Als Mitglieder unserer Baugemeinschaft werden wir Mieter bei einer Bestandsgenossenschaft, dem Bauverein der Elbgemeinden (BVE). Wir haben 25 Wohnungen, davon drei für Rollstuhlfahrende, in drei verschiedenen Formen: Wohnen und Schlafen in einem Raum, Küche getrennt; Küche und Wohnen in einem Raum, Schlafen getrennt oder alles in separaten Räumen. Da die Fassade des Gebäudes erhalten bleiben muss, wird der Schnitt der Wohnungen zur Martinistraße von Größe und Anordnung der Fenster bestimmt. Die Größe der „Standard“-Wohnungen reicht von 44 qm bis 55 qm, wobei die 55 qm-Wohnungen für Menschen ab 60 Jahren vorbehalten sind. Von den Rollstuhlwohnungen haben zwei ca. 60 qm und eine 70 qm.

Grundlage für die Reihenfolge der Vergabe war das Eintrittsdatum sowie die kontinuierliche Beteiligung an der Weiterentwicklung der Gruppe.

Für die Ausstattung der Wohnungen ermöglichte uns der BVE eine Mitgestaltung der Küchen- und Elektropläne sowie eine Auswahl der Farben für Wände und Bodenbelag.

Da das Interesse an einem Wohnen in einer Baugemeinschaft und an diesem Standort sehr groß ist, haben wir eine Nachrückerliste/Warteliste angelegt. Unsere Wohnungen werden nach der Förderrichtlinie für Baugemeinschaften von 2014 gefördert, das heißt, die Nachbelegung einer Wohnung ist u.a. von der Einkommenshöhe und dem Alter abhängig. Darüber hinaus muss jedes Mitglied in unserer Baugemeinschaft auch Mitglied im Verein sowie Mitglied im BVE als dem Vermieter der Wohnungen sein.

Eine vorübergehende AG Warteliste schlug Kriterien für die Nachbelegung vor, die von der Gesamtgruppe angenommen wurden: Da wir überwiegend Ältere deutlich oberhalb 60 Jahren sind und nur zwei Männer zur Gruppe gehören, sollen vorrangig „jüngere Menschen“, „jüngere Männer“ und „Männer“ bei der Nachbelegung berücksichtigt werden.

 

3.     Gemeinschaftsräume

Zu unseren Gemeinschaftsflächen gehören ein Gemeinschaftsraum (ca. 55 qm) mit Vollbad und Küchenzeile – hier sollen auch Gäste übernachten können - sowie eine Dachterrasse (ca. 36 qm).

Für die Verteilung der Kosten von Gemeinschaftsraum und Terrasse wurde eine Pro-Kopf-Umlage beschlossen. Der Verein wird die Gemeinschaftsflächen vom BVE anmieten und Verträge mit den Versorgern abschließen.

 

4.     Miteinander

Neben den monatlichen Gesamtgruppentreffen organisieren wir weitere Möglichkeiten zum Austausch und Kennenlernen. So treffen wir uns in kleinen Gruppen zu Ausflügen oder besuchen Konzerte, Lesungen und Theateraufführungen.
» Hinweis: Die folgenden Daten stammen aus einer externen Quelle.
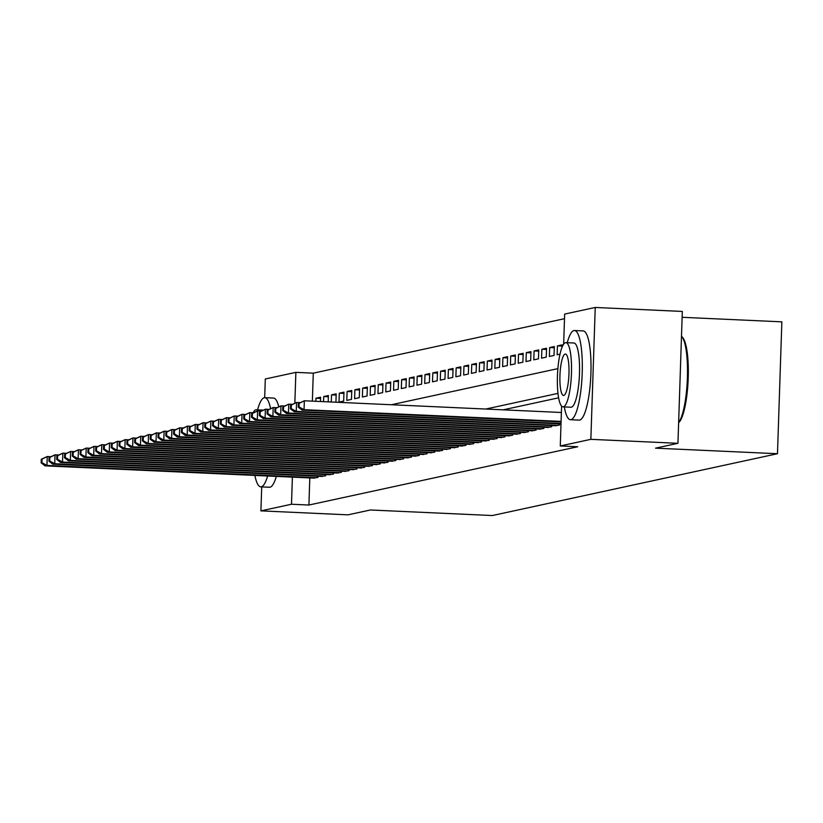 <?xml version="1.0" encoding="UTF-8"?>
<svg xmlns="http://www.w3.org/2000/svg" width="823" height="823" viewBox="0 0 823 823"><rect width="100%" height="100%" fill="white"/><g stroke="black" fill="none" stroke-linecap="round" stroke-linejoin="round"><path stroke-width="1.23" d="M682.123 317.297L781.85 321.844L777.478 453.72L492.329 515.537L370.401 509.982L348.006 514.838L260.912 510.867L261.714 486.907M264.677 397.663L265.294 378.991L295.869 372.366L294.86 402.838M564.496 318.696L313.285 373.158L295.869 372.366M563.652 344.179L564.65 314.088L595.235 307.463L590.852 439.338L560.278 445.963L561.595 406.12M590.852 439.338L677.946 443.299L682.318 311.433L595.235 307.463M554.805 425.717L559.465 425.059L559.506 423.886M547.007 427.404L551.677 426.746L551.708 425.573M539.219 429.092L543.88 428.433L543.921 427.26M531.432 430.779L536.092 430.12L536.133 428.948M523.634 432.466L528.304 431.818L528.345 430.645M515.846 434.163L520.506 433.505L520.548 432.332M508.058 435.851L512.719 435.192L512.76 434.019M500.271 437.538L504.931 436.879L504.972 435.706M492.473 439.225L497.143 438.566L497.174 437.394M484.685 440.912L489.346 440.264L489.387 439.081M476.898 442.609L481.558 441.951L481.599 440.778M469.1 444.297L473.77 443.638L473.801 442.465M461.312 445.984L465.972 445.325L466.013 444.153M453.524 447.671L458.185 447.012L458.226 445.84M445.727 449.358L450.397 448.7L450.428 447.527M437.939 451.045L442.599 450.397L442.64 449.224M430.151 452.743L434.811 452.084L434.853 450.911M422.364 454.43L427.024 453.771L427.065 452.599M414.566 456.117L419.226 455.458L419.267 454.286M406.778 457.804L411.438 457.146L411.479 455.973M398.99 459.491L403.651 458.843L403.692 457.67M391.192 461.189L395.863 460.53L395.894 459.357M383.405 462.876L388.065 462.217L388.106 461.045M375.617 464.563L380.277 463.905L380.319 462.732M367.819 466.25L372.49 465.592L372.521 464.419M360.032 467.937L364.692 467.289L364.733 466.116M352.244 469.635L356.904 468.976L356.945 467.803M344.456 471.322L349.117 470.663L349.158 469.491M336.658 473.009L341.319 472.351L341.36 471.178M328.871 474.696L333.531 474.038L333.572 472.865M321.083 476.383L325.743 475.735L325.785 474.552M320.569 398.455L315.939 398.239L320.61 397.231L320.466 401.511M328.356 396.758L323.727 396.552L328.398 395.534L328.192 401.861M336.154 395.071L331.515 394.865L336.196 393.847L335.918 402.221M343.942 393.384L339.313 393.178L343.983 392.16L343.685 401.068L339.014 402.087L339.313 393.178M351.73 391.697L347.1 391.481L351.771 390.472L351.483 399.381L346.802 400.389L347.1 391.481M359.528 390.009L354.888 389.793L359.569 388.785L359.27 397.694L354.6 398.702L354.888 389.793M367.315 388.312L362.686 388.106L367.356 387.088L367.058 396.007L362.387 397.015L362.686 388.106M375.103 386.625L370.473 386.419L375.144 385.401L374.856 394.31L370.175 395.328L370.473 386.419M382.901 384.938L378.261 384.732L382.942 383.713L382.644 392.622L377.963 393.641L378.261 384.732M390.688 383.251L386.049 383.034L390.73 382.026L390.431 390.935L385.761 391.943L386.049 383.034M398.476 381.563L393.847 381.347L398.517 380.339L398.219 389.248L393.548 390.256L393.847 381.347M406.274 379.876L401.634 379.66L406.305 378.642L406.017 387.561L401.336 388.569L401.634 379.66M414.062 378.179L409.422 377.973L414.103 376.955L413.804 385.864L409.134 386.882L409.422 377.973M421.849 376.492L417.22 376.286L421.89 375.267L421.592 384.176L416.922 385.195L417.22 376.286M429.637 374.804L425.007 374.588L429.678 373.58L429.39 382.489L424.709 383.508L425.007 374.588M437.435 373.117L432.795 372.901L437.476 371.893L437.178 380.802L432.507 381.81L432.795 372.901M445.222 371.43L440.593 371.214L445.264 370.206L444.965 379.115L440.295 380.123L440.593 371.214M453.01 369.733L448.381 369.527L453.051 368.509L452.763 377.418L448.082 378.436L448.381 369.527M460.808 368.046L456.168 367.84L460.849 366.821L460.551 375.73L455.87 376.749L456.168 367.84M468.596 366.358L463.966 366.142L468.637 365.134L468.338 374.043L463.668 375.062L463.966 366.142M476.383 364.671L471.754 364.455L476.424 363.447L476.126 372.356L471.456 373.364L471.754 364.455M484.181 362.984L479.542 362.768L484.212 361.76L483.924 370.669L479.243 371.677L479.542 362.768M491.969 361.287L487.329 361.081L492.01 360.062L491.712 368.982L487.041 369.99L487.329 361.081M499.756 359.6L495.127 359.394L499.798 358.375L499.499 367.284L494.829 368.303L495.127 359.394M507.544 357.912L502.915 357.707L507.585 356.688L507.297 365.597L502.616 366.616L502.915 357.707M515.342 356.225L510.702 356.009L515.383 355.001L515.085 363.91L510.414 364.918L510.702 356.009M523.13 354.538L518.5 354.322L523.171 353.314L522.872 362.223L518.202 363.231L518.5 354.322M530.917 352.841L526.288 352.635L530.958 351.616L530.67 360.536L525.99 361.544L526.288 352.635M538.715 351.154L534.076 350.948L538.756 349.929L538.458 358.838L533.788 359.857L534.076 350.948M546.503 349.466L541.873 349.261L546.544 348.242L546.246 357.151L541.575 358.17L541.873 349.261M554.29 347.779L549.661 347.563L554.332 346.555L554.033 355.464L549.363 356.472L549.661 347.563M562.088 346.092L557.449 345.876L562.13 344.868L562.047 347.275M313.285 373.158L312.359 401.14M315.837 401.305L315.939 398.239M323.562 401.655L323.727 396.552M331.278 402.005L331.515 394.865M557.449 345.876L557.15 354.785L560.01 354.168M309.808 477.916L308.913 505.034L577.695 446.755L560.278 445.963M558.611 397.818L503.172 409.833M313.285 478.081L317.956 477.422L317.987 476.25M677.946 443.299L655.55 448.165L777.478 453.72M308.913 505.034L291.496 504.242L260.912 510.867M292.391 477.124L291.496 504.242M557.973 393.384L485.755 409.041M391.357 404.741L557.891 368.632M41.263 459.285L41.15 462.845L41.932 462.68L42.045 459.111L41.263 459.285L47.25 456.518L46.952 465.427L316.588 477.71M41.932 462.68L46.952 465.427L45.008 465.849L314.643 478.142M42.045 459.111L47.25 456.518L50.645 456.672M41.15 462.845L45.008 465.849M270.53 408.362A44.648 9.65 -87.4 0 0 264.811 397.663A44.648 9.65 -87.4 0 0 264.255 397.704A44.648 9.65 -87.4 0 0 257.558 409.844M254.883 475.416A44.648 9.65 -87.4 0 0 260.747 486.856A44.648 9.65 -87.4 0 0 261.303 486.815A44.648 9.65 -87.4 0 0 267.629 475.992M260.747 486.856L269.46 487.257A44.648 9.65 -87.4 0 0 270.016 487.206A44.648 9.65 -87.4 0 0 276.343 476.394M257.959 410.924A32.148 6.944 -87.4 0 0 256.231 409.782A32.148 6.944 -87.4 0 0 255.83 409.823A32.148 6.944 -87.4 0 0 253.114 412.755M278.699 406.449A44.648 9.65 -87.4 0 0 273.524 398.054L264.811 397.663M564.311 406.922A44.648 9.65 -87.4 0 0 570.432 419.72A44.648 9.65 -87.4 0 0 570.987 419.668A44.648 9.65 -87.4 0 0 582.159 374.28A44.648 9.65 -87.4 0 0 574.495 330.517A44.648 9.65 -87.4 0 0 573.94 330.568A44.648 9.65 -87.4 0 0 567.242 342.697M570.432 419.72L579.145 420.111A44.648 9.65 -87.4 0 0 579.69 420.069A44.648 9.65 -87.4 0 0 590.863 374.681A44.648 9.65 -87.4 0 0 583.209 330.918L574.495 330.517M573.528 343.037A32.148 6.944 92.6 0 1 573.929 343.006A32.148 6.944 92.6 0 1 579.443 374.516A32.148 6.944 92.6 0 1 571.399 407.2A32.148 6.944 92.6 0 1 570.997 407.231L562.983 406.86A32.148 6.944 -87.4 0 0 563.385 406.829A32.148 6.944 -87.4 0 0 571.429 374.146A32.148 6.944 -87.4 0 0 565.915 342.646A32.148 6.944 -87.4 0 0 565.514 342.677A32.148 6.944 -87.4 0 0 557.469 375.36A32.148 6.944 -87.4 0 0 562.983 406.86M563.765 395.421A20.719 4.475 -87.4 0 0 568.95 374.362A20.719 4.475 -87.4 0 0 565.391 354.055A20.719 4.475 -87.4 0 0 565.134 354.085A20.719 4.475 -87.4 0 0 559.959 375.144A20.719 4.475 -87.4 0 0 563.508 395.452A20.719 4.475 -87.4 0 0 563.765 395.421M678.636 422.569A44.648 9.65 -87.4 0 0 687.38 378.508A44.648 9.65 -87.4 0 0 681.783 336.514A44.648 9.65 -87.4 0 0 681.495 336.216M681.783 336.514L682.73 337.605A43.578 9.413 92.6 0 1 688.121 380.391A43.578 9.413 92.6 0 1 678.862 422.508L678.625 422.724M49.061 457.588L48.938 461.158L49.719 460.983L49.843 457.423L49.061 457.588L55.038 454.831L54.74 463.74L324.375 476.023M49.719 460.983L54.74 463.74L52.795 464.162L322.431 476.445M49.843 457.423L55.038 454.831L58.433 454.985M48.938 461.158L52.795 464.162M56.849 455.901L56.736 459.471L57.507 459.296L57.631 455.736L56.849 455.901L62.826 453.144L62.538 462.053L332.173 474.336M57.507 459.296L62.538 462.053L60.583 462.475L330.218 474.758M57.631 455.736L62.826 453.144L66.221 453.298M56.736 459.471L60.583 462.475M64.636 454.214L64.523 457.773L65.305 457.609L65.418 454.049L64.636 454.214L70.624 451.446L70.325 460.366L339.961 472.649M65.305 457.609L70.325 460.366L68.381 460.787L338.016 473.071M65.418 454.049L70.624 451.446L74.019 451.601M64.523 457.773L68.381 460.787M72.434 452.527L72.311 456.086L73.093 455.921L73.206 452.352L72.434 452.527L78.411 449.759L78.113 458.668L347.748 470.962M73.093 455.921L78.113 458.668L76.169 459.09L345.804 471.384M73.206 452.352L78.411 449.759L81.806 449.914M72.311 456.086L76.169 459.09M80.222 450.839L80.109 454.399L80.88 454.234L81.004 450.665L80.222 450.839L86.199 448.072L85.911 456.981L355.546 469.275M80.88 454.234L85.911 456.981L83.956 457.403L353.592 469.696M81.004 450.665L86.199 448.072L89.594 448.226M80.109 454.399L83.956 457.403M88.01 449.142L87.896 452.712L88.678 452.537L88.791 448.977L88.01 449.142L93.997 446.385L93.699 455.294L363.334 467.577M88.678 452.537L93.699 455.294L91.754 455.716L361.379 467.999M88.791 448.977L93.997 446.385L97.392 446.539M87.896 452.712L91.754 455.716M95.807 447.455L95.684 451.025L96.466 450.85L96.579 447.29L95.807 447.455L101.785 444.698L101.486 453.607L371.122 465.89M96.466 450.85L101.486 453.607L99.542 454.029L369.177 466.312M96.579 447.29L101.785 444.698L105.179 444.852M95.684 451.025L99.542 454.029M103.595 445.768L103.472 449.327L104.254 449.163L104.377 445.603L103.595 445.768L109.572 443.011L109.284 451.92L378.909 464.203M104.254 449.163L109.284 451.92L107.329 452.341L376.965 464.625M104.377 445.603L109.572 443.011L112.967 443.165M103.472 449.327L107.329 452.341M111.383 444.081L111.27 447.64L112.041 447.475L112.165 443.906L111.383 444.081L117.37 441.313L117.072 450.222L386.707 462.516M112.041 447.475L117.072 450.222L115.127 450.644L384.752 462.938M112.165 443.906L117.37 441.313L120.755 441.467M111.27 447.64L115.127 450.644M119.181 442.393L119.057 445.953L119.839 445.788L119.952 442.218L119.181 442.393L125.158 439.626L124.859 448.535L394.495 460.829M119.839 445.788L124.859 448.535L122.915 448.957L392.55 461.25M119.952 442.218L125.158 439.626L128.553 439.78M119.057 445.953L122.915 448.957M126.968 440.696L126.845 444.266L127.627 444.091L127.75 440.531L126.968 440.696L132.945 437.939L132.647 446.848L402.282 459.131M127.627 444.091L132.647 446.848L130.703 447.27L400.338 459.553M127.75 440.531L132.945 437.939L136.34 438.093M126.845 444.266L130.703 447.27M134.756 439.009L134.643 442.579L135.414 442.404L135.538 438.844L134.756 439.009L140.743 436.252L140.445 445.161L410.08 457.444M135.414 442.404L140.445 445.161L138.49 445.582L408.126 457.866M135.538 438.844L140.743 436.252L144.128 436.406M134.643 442.579L138.49 445.582M142.544 437.322L142.43 440.891L143.212 440.716L143.325 437.157L142.544 437.322L148.531 434.565L148.233 443.474L417.868 455.757M143.212 440.716L148.233 443.474L146.288 443.895L415.924 456.179M143.325 437.157L148.531 434.565L151.926 434.719M142.43 440.891L146.288 443.895M150.342 435.634L150.218 439.194L151 439.029L151.113 435.46L150.342 435.634L156.319 432.867L156.02 441.776L425.656 454.07M151 439.029L156.02 441.776L154.076 442.208L423.711 454.491M151.113 435.46L156.319 432.867L159.713 433.021M150.218 439.194L154.076 442.208M158.129 433.947L158.016 437.507L158.788 437.342L158.911 433.772L158.129 433.947L164.106 431.18L163.818 440.089L433.454 452.383M158.788 437.342L163.818 440.089L161.864 440.511L431.499 452.804M158.911 433.772L164.106 431.18L167.501 431.334M158.016 437.507L161.864 440.511M165.917 432.25L165.804 435.82L166.585 435.655L166.699 432.085L165.917 432.25L171.904 429.493L171.606 438.402L441.241 450.685M166.585 435.655L171.606 438.402L169.661 438.824L439.297 451.107M166.699 432.085L171.904 429.493L175.299 429.647M165.804 435.82L169.661 438.824M173.715 430.563L173.591 434.133L174.373 433.958L174.486 430.398L173.715 430.563L179.692 427.806L179.393 436.715L449.029 448.998M174.373 433.958L179.393 436.715L177.449 437.136L447.084 449.42M174.486 430.398L179.692 427.806L183.087 427.96M173.591 434.133L177.449 437.136M181.502 428.876L181.379 432.445L182.161 432.27L182.284 428.711L181.502 428.876L187.479 426.119L187.191 435.028L456.816 447.311M182.161 432.27L187.191 435.028L185.237 435.449L454.872 447.733M182.284 428.711L187.479 426.119L190.874 426.273M181.379 432.445L185.237 435.449M189.29 427.188L189.177 430.748L189.948 430.583L190.072 427.014L189.29 427.188L195.277 424.421L194.979 433.34L464.614 445.624M189.948 430.583L194.979 433.34L193.035 433.762L462.66 446.045M190.072 427.014L195.277 424.421L198.662 424.575M189.177 430.748L193.035 433.762M197.088 425.501L196.964 429.061L197.746 428.896L197.859 425.326L197.088 425.501L203.065 422.734L202.767 431.643L472.402 443.936M197.746 428.896L202.767 431.643L200.822 432.065L470.458 444.358M197.859 425.326L203.065 422.734L206.46 422.888M196.964 429.061L200.822 432.065M204.876 423.814L204.752 427.374L205.534 427.209L205.657 423.639L204.876 423.814L210.853 421.047L210.565 429.956L480.19 442.239M205.534 427.209L210.565 429.956L208.61 430.378L478.245 442.671M205.657 423.639L210.853 421.047L214.247 421.201M204.752 427.374L208.61 430.378M212.663 422.117L212.55 425.686L213.322 425.512L213.445 421.952L212.663 422.117L218.651 419.36L218.352 428.269L487.988 440.552M213.322 425.512L218.352 428.269L216.398 428.69L486.033 440.974M213.445 421.952L218.651 419.36L222.035 419.514M212.55 425.686L216.398 428.69M220.451 420.43L220.338 423.999L221.12 423.824L221.233 420.265L220.451 420.43L226.438 417.673L226.14 426.581L495.775 438.865M221.12 423.824L226.14 426.581L224.195 427.003L493.831 439.287M221.233 420.265L226.438 417.673L229.833 417.827M220.338 423.999L224.195 427.003M228.249 418.742L228.125 422.302L228.907 422.137L229.031 418.578L228.249 418.742L234.226 415.975L233.927 424.894L503.563 437.178M228.907 422.137L233.927 424.894L231.983 425.316L501.619 437.599M229.031 418.578L234.226 415.975L237.621 416.129M228.125 422.302L231.983 425.316M236.036 417.055L235.923 420.615L236.695 420.45L236.818 416.88L236.036 417.055L242.013 414.288L241.725 423.197L511.361 435.49M236.695 420.45L241.725 423.197L239.771 423.619L509.406 435.912M236.818 416.88L242.013 414.288L245.408 414.442M235.923 420.615L239.771 423.619M243.824 415.368L243.711 418.928L244.493 418.763L244.606 415.193L243.824 415.368L249.811 412.601L249.513 421.51L519.148 433.803M244.493 418.763L249.513 421.51L247.569 421.932L517.204 434.225M244.606 415.193L249.811 412.601L253.206 412.755M243.711 418.928L247.569 421.932M251.622 413.671L251.499 417.24L252.28 417.066L252.394 413.506L251.622 413.671L257.599 410.914L257.301 419.823L526.936 432.106M252.28 417.066L257.301 419.823L255.356 420.244L524.992 432.528M252.394 413.506L257.599 410.914L260.994 411.068M251.499 417.24L255.356 420.244M259.41 411.984L259.296 415.553L260.068 415.378L260.191 411.819L259.41 411.984L265.387 409.226L265.099 418.135L534.724 430.419M260.068 415.378L265.099 418.135L263.144 418.557L532.779 430.841M260.191 411.819L265.387 409.226L268.782 409.381M259.296 415.553L263.144 418.557M267.197 410.296L267.084 413.856L267.866 413.691L267.979 410.132L267.197 410.296L273.185 407.529L272.886 416.448L542.522 428.732M267.866 413.691L272.886 416.448L270.942 416.87L540.567 429.153M267.979 410.132L273.185 407.529L276.569 407.694M267.084 413.856L270.942 416.87M274.995 408.609L274.872 412.169L275.654 412.004L275.767 408.434L274.995 408.609L280.972 405.842L280.674 414.751L550.309 427.044M275.654 412.004L280.674 414.751L278.73 415.173L548.365 427.466M275.767 408.434L280.972 405.842L284.367 405.996M274.872 412.169L278.73 415.173M282.783 406.922L282.659 410.482L283.441 410.317L283.565 406.747L282.783 406.922L288.76 404.155L288.472 413.064L558.097 425.357M283.441 410.317L288.472 413.064L286.517 413.485L556.153 425.779M283.565 406.747L288.76 404.155L292.155 404.309M282.659 410.482L286.517 413.485M290.57 405.225L290.457 408.794L291.229 408.62L291.352 405.06L290.57 405.225L296.558 402.468L296.259 411.377L561.019 423.444M291.229 408.62L296.259 411.377L294.315 411.798L561.008 423.948M291.352 405.06L296.558 402.468L299.942 402.622M290.457 408.794L294.315 411.798M298.368 403.537L298.245 407.107L299.027 406.932L299.14 403.373L298.368 403.537L304.345 400.78L304.047 409.689L561.091 421.397M299.027 406.932L304.047 409.689L302.103 410.111L561.07 421.911M299.14 403.373L304.345 400.78L561.389 412.488M298.245 407.107L302.103 410.111M262.691 410.08L256.231 409.782M573.929 343.006L565.915 342.646"/></g></svg>

In Workshops lernten wir unsere Vorstellungen zum gemeinsamen Leben und Wohnen kennen und erörterten Möglichkeiten, Grenzen und Hilfesysteme für unser Zusammenwohnen. Ein Workshop zur gewaltfreien Kommunikation bot eine weitere Ebene um das Miteinander zu verbessern.

 

5.     Kooperationen

Hier ist zunächst die Kooperation der MaRTiNis mit dem AK MartinerLeben zu nennen, an dem eines unserer Mitglieder regelmäßig teilnimmt. Weitere engagieren sich beim Nachbarnetz-Café, der 2. Kunstklinik im Mai 2014 und dem Netzwerk der zukünftigen Mieter im Altbau „Martini 44“.

Die Gestaltung der Zusammenarbeit mit dem BVE wurde durch einen Kooperationsvertrag geregelt.

Als Berater in allen Fragen rund um Baugemeinschaften steht uns STATTBAU Hamburg zur Seite.